We have 4 x Pro Licences (valued at $59 each) for 2d modular animation software Spriter to give away in this Thursday's GDNet Direct email newsletter.


Read more in this forum topic or make sure you're signed up (from the right-hand sidebar on the homepage) and read Thursday's newsletter to get in the running!


#ActualPolarist

Posted 09 February 2013 - 09:03 PM

If you're still considering the multithreaded approach, take a look at the Smoke demo from Intel which builds a n-core scalable game engine using a task based approach (using tbb).

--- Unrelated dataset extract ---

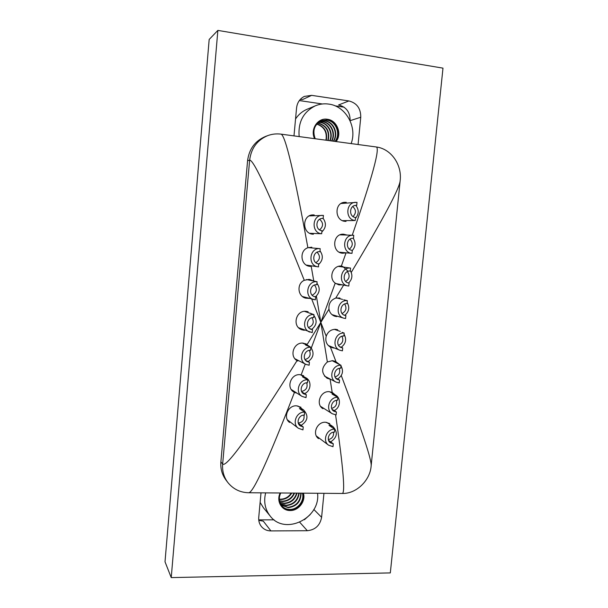 <?xml version="1.0" encoding="UTF-8"?>
<svg xmlns="http://www.w3.org/2000/svg" width="608" height="608" viewBox="0 0 608 608"><rect width="100%" height="100%" fill="white"/><g stroke="black" fill="none" stroke-linecap="round" stroke-linejoin="round"><path stroke-width="0.91" d="M323.95 493.324L321.602 517.324C320.044 525.403 315.286 529.864 307.329 530.716L270.917 530.921C266.859 530.868 263.606 529.302 261.166 526.232C259.282 523.678 258.476 520.729 258.742 517.385L261.007 492.837M293.983 135.888L296.567 107.935C297.236 102.57 299.828 98.732 304.342 96.414L311.661 95.357L348.901 100.943C356.866 103.026 360.818 108.452 360.757 117.23L358.082 144.522M270.917 530.921L263.317 521.162L258.788 520.319M300.215 99.476L302.442 99.606L311.661 95.357M310.285 514.505L304.41 519.734M348.901 100.943L338.58 104.956C346.324 106.962 350.162 112.206 350.117 120.688L350.102 120.779M390.313 572.911L171.236 577.6L217.862 30.4L442.989 68.142L390.313 572.911M171.236 577.6L165.011 561.792L209.175 39.459L217.862 30.4M319.496 121.653L322.346 121.691C330.638 122.558 335.821 133.54 331.527 140.95M319.671 121.547L322.726 121.554C331.086 122.428 336.27 133.578 331.831 140.988M318.683 122.223L320.545 122.33C328.472 123.173 333.678 133.372 330.03 140.744M318.516 122.352L320.173 122.459C328.024 123.302 333.237 133.342 329.711 140.699M320.522 121.068L324.558 120.908C333.306 121.805 338.42 133.806 333.283 141.185M320.705 120.977L324.946 120.779C333.769 121.676 338.869 133.866 333.579 141.223M317.748 123.014L318.394 123.09C326.876 125.666 330.136 131.465 328.176 140.494M317.596 123.166L318.022 123.219C326.435 125.742 329.703 131.488 327.849 140.448M321.602 120.597L326.808 120.118C336.042 121.045 341.027 134.163 334.978 141.413M315.225 138.753C312.231 130.408 314.42 124.328 321.799 120.528L327.195 119.981C336.52 120.916 341.483 134.239 335.266 141.451M314.61 138.67C309.89 129.428 317.786 117.466 327.378 119.267C337.045 120.24 342.319 133.889 336.102 141.565M316.874 123.933C324.528 126.502 327.666 131.936 326.283 140.243M351.135 143.587C357.481 127.08 345.846 106.119 328.822 104.097C324.216 103.444 319.755 103.998 315.453 105.762C303.346 111.849 297.92 122.124 299.174 136.587M316.73 124.108C324.17 126.722 327.248 132.08 325.949 140.197M295.549 118.978C298.498 114.517 302.358 111.272 307.116 109.25L315.453 105.762M299.318 100.571L322.384 103.976M335.076 105.845L344.075 107.175M260.125 502.39L263.37 507.695L270.157 516.017C265.027 509.367 263.522 501.653 265.643 492.875M274.102 519.832L258.734 519.855M317.566 493.27C320.705 518.221 284.863 535.853 270.157 516.017M280.189 492.989C276.017 500.962 281.694 510.819 290.183 510.522C298.619 510.819 305.991 501.098 303.4 493.164M308.788 247.684L308.104 247.654M306.288 265.065L318.516 266.889L318.546 263.826C311.296 263.135 312.748 250.716 319.968 251.704L320.173 248.657C309.426 247.274 307.276 265.704 318.03 266.828M298.634 327.742L312.238 332.629L312.527 329.635L310.962 329.293C304.851 327.332 307.283 316.844 313.675 317.619L313.956 314.61C304.418 313.447 300.717 329.08 309.806 332.097M313.956 314.61L304.524 311.349M291.285 389.53L302.032 396.393L306.029 397.64L306.31 394.676L303.696 393.87C298.726 391.111 301.728 382.227 307.443 382.797L307.732 379.818C299.197 378.966 294.644 392.206 302.032 396.393M352.883 238.29L353.476 238.313L353.772 235.304L340.108 234.825M339.294 252.198L352.002 253.361C341.407 252.837 342.654 234.437 353.248 235.266M287.371 419.801L298.338 428.252L302.951 429.879L303.232 426.93L298.346 423.267M298.338 428.252C291.711 423.7 296.514 411.434 304.646 412.156L299.44 408.568L303.582 409.921L297.791 405.962M316.365 435.997L328.601 445.193L333.002 446.698L333.29 443.794L330.395 442.814C325.972 439.918 329.08 431.71 334.438 432.144L334.719 429.233C326.724 428.564 322.02 440.823 328.601 445.193M330.676 441.887C337.311 437.327 338.086 432.242 333.009 426.641L326.633 422.355M320.56 406.342L332.264 413.736L336.125 414.922L336.414 411.996L332.067 409.313M354.928 205.481L356.714 205.375L357.01 202.342L341.05 203.498M342.479 220.651L350.862 220.56M294.971 358.773L305.854 364.352L309.122 365.226L309.411 362.246L307.283 361.684C301.758 359.267 304.517 349.63 310.551 350.299L310.832 347.305C301.826 346.302 297.639 360.666 305.854 364.352M302.442 296.529L315.37 299.85L315.658 296.833L314.724 296.681C308.028 295.298 310.027 283.875 316.806 284.757L317.095 281.732C306.964 280.402 303.901 297.434 313.872 299.6M317.095 281.732L306.47 279.528M321.769 218.492L323.137 218.47L323.433 215.407L309.297 215.886M309.791 233.312L321.685 233.738C311.197 233.176 311.782 215.209 322.308 215.369M280.706 492.989C278.525 497.922 278.981 502.33 282.082 506.213C284.21 508.531 286.9 509.724 290.145 509.778C298.209 510.066 305.231 500.711 302.662 493.156M333.009 426.641L329.019 425.364L334.719 429.233M341.004 365.302C332.234 364.367 328.062 378.48 336.034 382.098L339.264 382.964L339.553 380.023L337.44 379.468C332.09 377.089 334.848 367.635 340.708 368.25L341.004 365.302L332.082 360.65M341.202 347.274C345.876 343.672 346.826 339.325 344.052 334.24M342.144 332.363L344.166 333.07C334.947 331.991 331.178 347.206 339.902 350.261L342.426 350.831L342.714 347.875L341.08 347.51C335.228 345.519 337.706 335.32 343.877 336.034L344.166 333.07M309.898 279.498L313.432 280.987M316.95 283.267C320.378 288.154 319.884 292.661 315.476 296.788M349.942 220.62L355.224 220.506C345.169 219.929 345.481 202.517 355.581 202.312M320.044 250.922C323.426 255.755 322.992 260.239 318.759 264.366M310.832 347.305L305.482 344.941L308.226 345.602L310.582 347.191M310.825 347.442C314.488 352.906 313.584 357.626 308.104 361.593M310.407 313.234L312.155 314.032M313.88 315.446C317.444 320.644 316.73 325.28 311.744 329.338M314.678 248.186L320.089 248.649M334.104 410.575C340.427 408.014 341.339 397.997 335.494 395.048L332.074 394.075L337.85 397.351C329.498 396.56 325.014 409.686 332.264 413.736M337.615 379.042C342.684 375.501 343.794 371.085 340.951 365.78M340.267 364.967L337.919 363.303M304.578 393.596C311.053 391.05 311.95 380.866 305.953 377.842L302.457 376.838L307.732 379.818M350.55 268.075C340.275 266.684 337.676 284.4 347.92 285.912L348.787 286.034L349.083 283.047L348.559 282.971C341.688 282.013 343.383 270.15 350.261 271.069L350.55 268.075L338.436 266.388M303.582 409.921C308.75 415.682 307.937 420.827 301.142 425.364M348.627 282.956C352.313 279.262 352.868 275.158 350.299 270.644M344.88 315.256C349.083 311.592 349.851 307.352 347.168 302.533M343.763 299.79L347.35 300.664C337.622 299.432 334.377 315.848 343.87 318.204L345.595 318.524L345.891 315.552L343.763 314.929M323.144 218.386C326.534 223.296 326.101 227.802 321.86 231.906M317.156 233.586L316.616 233.586M355.437 218.34C358.978 214.168 359.123 209.859 355.878 205.428M352.283 250.511C355.604 246.673 355.931 242.607 353.24 238.306M279.338 499.122L280.592 499.198C285.091 499.046 288.648 497.01 291.255 493.073M281.922 506.031C284.035 508.235 286.664 509.36 289.811 509.413C297.73 509.694 304.699 500.665 302.419 493.156M328.366 439.622C332.211 438.649 333.929 436.172 333.526 432.197M335.753 378.1L339.553 380.023M323.137 218.47L322.453 218.439C315.408 218.257 314.952 230.295 321.974 230.69L321.685 233.738M338.527 345.352C342.646 343.444 343.794 340.412 341.962 336.254M312.178 295.222C316.745 292.714 317.543 289.317 314.572 285.03M356.714 205.375L355.817 205.352C349.06 205.428 348.787 217.086 355.52 217.489L355.224 220.506M304.646 412.156L304.357 415.112C298.916 414.641 295.739 422.864 300.2 425.874L303.232 426.93M315.871 262.679C320.18 259.646 320.591 256.15 317.102 252.198M305.026 359.571C309.738 358.044 311.197 354.966 309.396 350.352M305.566 360.331L309.411 362.246M308.552 327.514C313.257 325.516 314.404 322.263 312.01 317.748M353.476 238.313L353.18 238.29C346.096 237.675 345.207 249.987 352.29 250.359L352.002 253.361M318.288 263.781L318.805 263.857M337.85 397.351L337.562 400.284C331.968 399.76 329.012 408.561 333.883 411.228L336.414 411.996M335.046 376.975C339.15 375.432 340.541 372.567 339.211 368.38M301.834 391.886L306.31 394.676M331.664 408.394C335.669 407.162 337.242 404.487 336.399 400.36M328.571 440.352L333.29 443.794M309.571 328.518L312.527 329.635M348.042 282.849L349.083 283.047M298.277 423.062C302.731 422.264 304.631 419.611 303.962 415.112M345.701 281.443C349.577 278.73 350.132 275.454 347.366 271.624M342.084 313.515C346.127 311.212 346.993 308.036 344.675 304M347.35 300.664L347.062 303.643C340.548 302.83 338.42 313.827 344.789 315.354L345.891 315.552M301.598 391.415C306.219 390.29 307.929 387.425 306.721 382.812M319.595 229.87C323.524 226.351 323.54 222.817 319.633 219.275M353.058 216.577C356.311 213.104 356.204 209.76 352.739 206.538M339.652 346.659L342.714 347.875M349.372 249.136C352.974 246.02 353.202 242.683 350.041 239.134M313.827 296.37L315.658 296.833M279.353 499.426L280.896 499.54C285.555 499.366 289.18 497.215 291.772 493.073M281.223 505.104L288.238 507.672C296.658 506.525 300.937 501.684 301.082 493.149M279.505 500.787L282.378 501.182C287.789 500.893 291.696 498.203 294.09 493.096M281.086 504.898L287.911 507.308C296.157 506.236 300.443 501.516 300.778 493.141M279.558 501.06L282.69 501.532C288.253 501.212 292.205 498.4 294.546 493.096M280.508 503.88L286.36 505.59C293.786 504.807 298.057 500.65 299.189 493.134M279.87 502.292L284.194 503.196C290.518 502.717 294.652 499.358 296.605 493.111M280.402 503.66L286.041 505.24C293.299 504.503 297.563 500.468 298.832 493.126M279.946 502.535L284.514 503.546C290.989 503.029 295.154 499.556 297.008 493.118M341.916 266.129L341.346 266.076C332.895 265.073 328.206 278.023 335.206 283.146L338.914 284.894L342.418 284.84M342.152 253.179L345.108 252.753M346.005 235.015L343.148 234.202M338.884 284.833L341.445 284.643M347.001 235.045L343.558 234.194C332.424 233.373 331.474 252.654 342.623 253.24L346.051 252.852L341.346 266.076M311.813 247.198L307.884 247.73C299.083 250.557 300.519 265.43 309.677 266.327L311.228 266.426L313.789 281.063M346.294 202.335L344.774 202.304C334.271 202.54 334.499 220.704 345.07 221.35L346.028 221.396M314.23 214.943L313.021 214.898C302.024 214.761 301.804 233.563 312.831 234.186L313.386 234.224M347.449 270.651L342.745 266.456M339.91 298.004L335.722 298.095C330.782 299.987 328.533 303.673 328.966 309.16C329.703 312.77 331.71 315.142 334.978 316.282L336.802 316.616M337.698 329.749L335.563 329.323C331.048 329.361 327.932 331.656 326.207 336.209C325.098 341.035 326.504 344.675 330.425 347.122L333.739 348.034M338.154 363.417L335.411 361.365L332.485 360.658L327.362 361.98C321.184 367.711 321.092 373.137 327.104 378.267L330.106 379.164L332.173 392.388L329.148 391.666C320.348 390.838 315.423 404.472 322.962 408.713M313.515 281.018L309.084 279.361L304.274 280.296C296.537 283.647 297.601 296.408 305.687 298.163L309.335 298.384M306.44 298.216L308.461 298.148M309.328 266.258L310.316 266.289M330.63 347.229L332.789 347.647M337.189 362.968L335.517 361.509M307.884 247.73C294.318 172.968 285.357 135.105 281.01 134.14C276.458 133.547 272.019 134.041 267.687 135.637L265.468 136.473C255.064 140.896 249.098 148.983 247.578 160.74L220.886 461.806C220.37 468.662 222.064 474.734 225.963 480.024L227.757 482.395C233.13 489.09 240.114 492.541 248.71 492.746C253.232 492.906 268.478 459.45 294.447 392.373L297.054 393.216M335.342 394.964L332.173 392.388M335.206 283.146L320.834 322.377L307.169 344.432L303.08 343.117C293.892 342.038 288.99 356.007 297.046 360.612L297.76 361.023M308.112 311.729L306.09 311.334C295.876 310.042 291.886 326.428 301.667 329.718L304.289 330.311M306.364 344.098L305.687 343.702M334.4 394.432L332.614 392.654M303.688 375.736L299.957 374.672C290.936 373.753 285.996 387.539 293.755 391.978L294.447 392.373M329.756 423.594L325.531 422.248C317.102 421.58 311.851 434.135 318.577 438.626M300.983 407.261L296.582 405.825C288.025 405.088 282.758 417.749 289.598 422.469M293.588 391.826L296.225 392.684M307.329 530.716L299.774 522.302M321.602 517.324L313.842 509.466M360.757 117.23L350.117 120.688M248.71 492.746L342.114 493.46C356.828 493.977 370.325 479.773 371.146 465.88L400.148 180.774C399.494 188.495 383.2 219.032 351.257 272.407M400.148 180.774C402.23 165.034 391.294 148.755 376.154 146.961C380.426 147.356 372.453 176.776 352.23 235.228M328.966 309.16L320.834 322.377L316.373 296.043M343.634 285.076L335.722 298.095M326.207 336.209L311.684 299.007M335.996 361.661L330.425 347.122M371.146 465.88C371.952 460.628 361.996 430.517 341.27 375.554M267.687 135.637C257.192 140.098 251.18 148.261 249.637 160.132C253.984 159.722 272.202 199.781 304.274 280.296M342.114 493.46C345.488 493.916 343.307 467.719 335.57 414.884M335.016 411.137L334.879 410.172M327.362 361.98L320.834 322.377L311.304 347.996M247.578 160.74L249.637 160.132L222.65 464.018C226.184 468.221 250.982 433.747 297.046 360.612M220.886 461.806L222.65 464.018C222.125 470.942 223.828 477.067 227.757 482.395M301.18 374.817L305.262 364.048M336.034 382.098L324.467 376.086M340.275 331.413L334.316 329.338M308.226 345.602L302.541 343.102M320.173 248.657L308.712 247.676M335.494 395.048L329.544 391.696M347.92 285.912L335.707 283.526M342.578 299.402L336.482 297.92M343.87 318.204L331.968 314.61M305.953 377.842L300.352 374.695M339.902 350.261L328.267 345.488M376.154 146.961L281.01 134.14"/></g></svg>

A task-based approach makes it quite painless to construct multithreaded processes. To get up and running, it took me just a couple hours to go from a single-threaded design to one that was achieving 100% CPU utilization over 4 cores during a few of my processing heavy operations.  There was certainly much more work to be done afterwards to fully take advantage of multithreading, but it was quite easy to speed up the performance sensitive pieces for my needs.

 

The idea behind a task-based and scalable solution is basically to "future-proof" the engine for any later developments in hardware, and to be decoupled from the number of  physical cores available on the machine.  I.e. the engine should maximize hardware usage regardless of whether you are allotted 1 or 20 cores.  

 

There are fairly modern game engines that take the older approach of assigning subsystems their own threads.  (E.g. the renderer gets 1 thread, the physics system gets 1 thread, etc.)  But as far as I'm aware, that method is no longer advisable and antiquated.

 

The "new" way is to basically to cut up all your game's subsystems into smaller, independent tasks.  You then assign those tasks to cores as they finish their current tasks.  So for instance, your physics calculations could be split up into 8 tasks, your render queue construction could be split up into 4 tasks, your particle systems can be split up into 6 tasks, whatever.  You do have to keep in mind that certain systems need to come after the other, but you only need to ensure that at a high level.  You also need to consider that given the high degree of concurrency, that you should be using lock-less data structures and considering thread local storage.  But after all those tasks are completed, you reconstruct the outcomes of those tasks into a completed game state that you can pass on for rendering.

 

 

So beyond that model of concurrent programming, there's also a consideration for how asyncronous you want your "game" to be from your renderer.  From my brief dive into the topic, I understand that there are two general architectures to consider: double-buffered and triple-buffered.

 

In a double-buffered setup, you have two copies of your game state, one of the "last" frame and one of "next" frame.  The "last" frame should be read-only at this point and read from by the renderer for drawing and from the other systems for calculating the "next" frame.  The subsystems should have clear ownership of write-access to different parts of "next" frame.  One benefit of this second buffer is that it saves you from the headache of making sure every little thing happens in the correct order, as it removes a lot of potential for collisions.  In this approach, as soon as all the subsystems and rendering is complete, you swap your "next" frame with your "last" frame and repeat.

 

The triple-buffered setup is a similar idea, except that the game and the renderer do not need to render in lock-step.  The three buffers for this approach can be delineated as the one "being rendered", the one "last fully updated", and the "currently being updated".  When the renderer finishes rendering, it will immediately move on to the next "last fully updated" one (unless it's already there).  When the subsystems finish calculating, they will reassign the "currently being updated" as the "last fully updated" and begin storing the next game state in the previous "last fully updated" buffer.  With this approach, the renderer will only slow down if it's already the last fully updated buffer, but the subsystems will never have to wait for the renderer to finish.

 

Also, note that these buffers should not need to be block-copied over eachother, they should use pointers or indicies to denote which one currently has which role.  And if memory is a large concern, rather than full buffers, you can manage a queue of changes, instead.

 

Anyway, hope I shed some high level details on multithreaded engine programming.  There appears to be a lot of development in the area, and it's one that I find quite interesting.


#4Polarist

Posted 09 February 2013 - 09:03 PM

If you're still considering the multithreaded approach, take a look at the Smoke demo from Intel which builds a n-core scalable game engine using a task based approach (using tbb).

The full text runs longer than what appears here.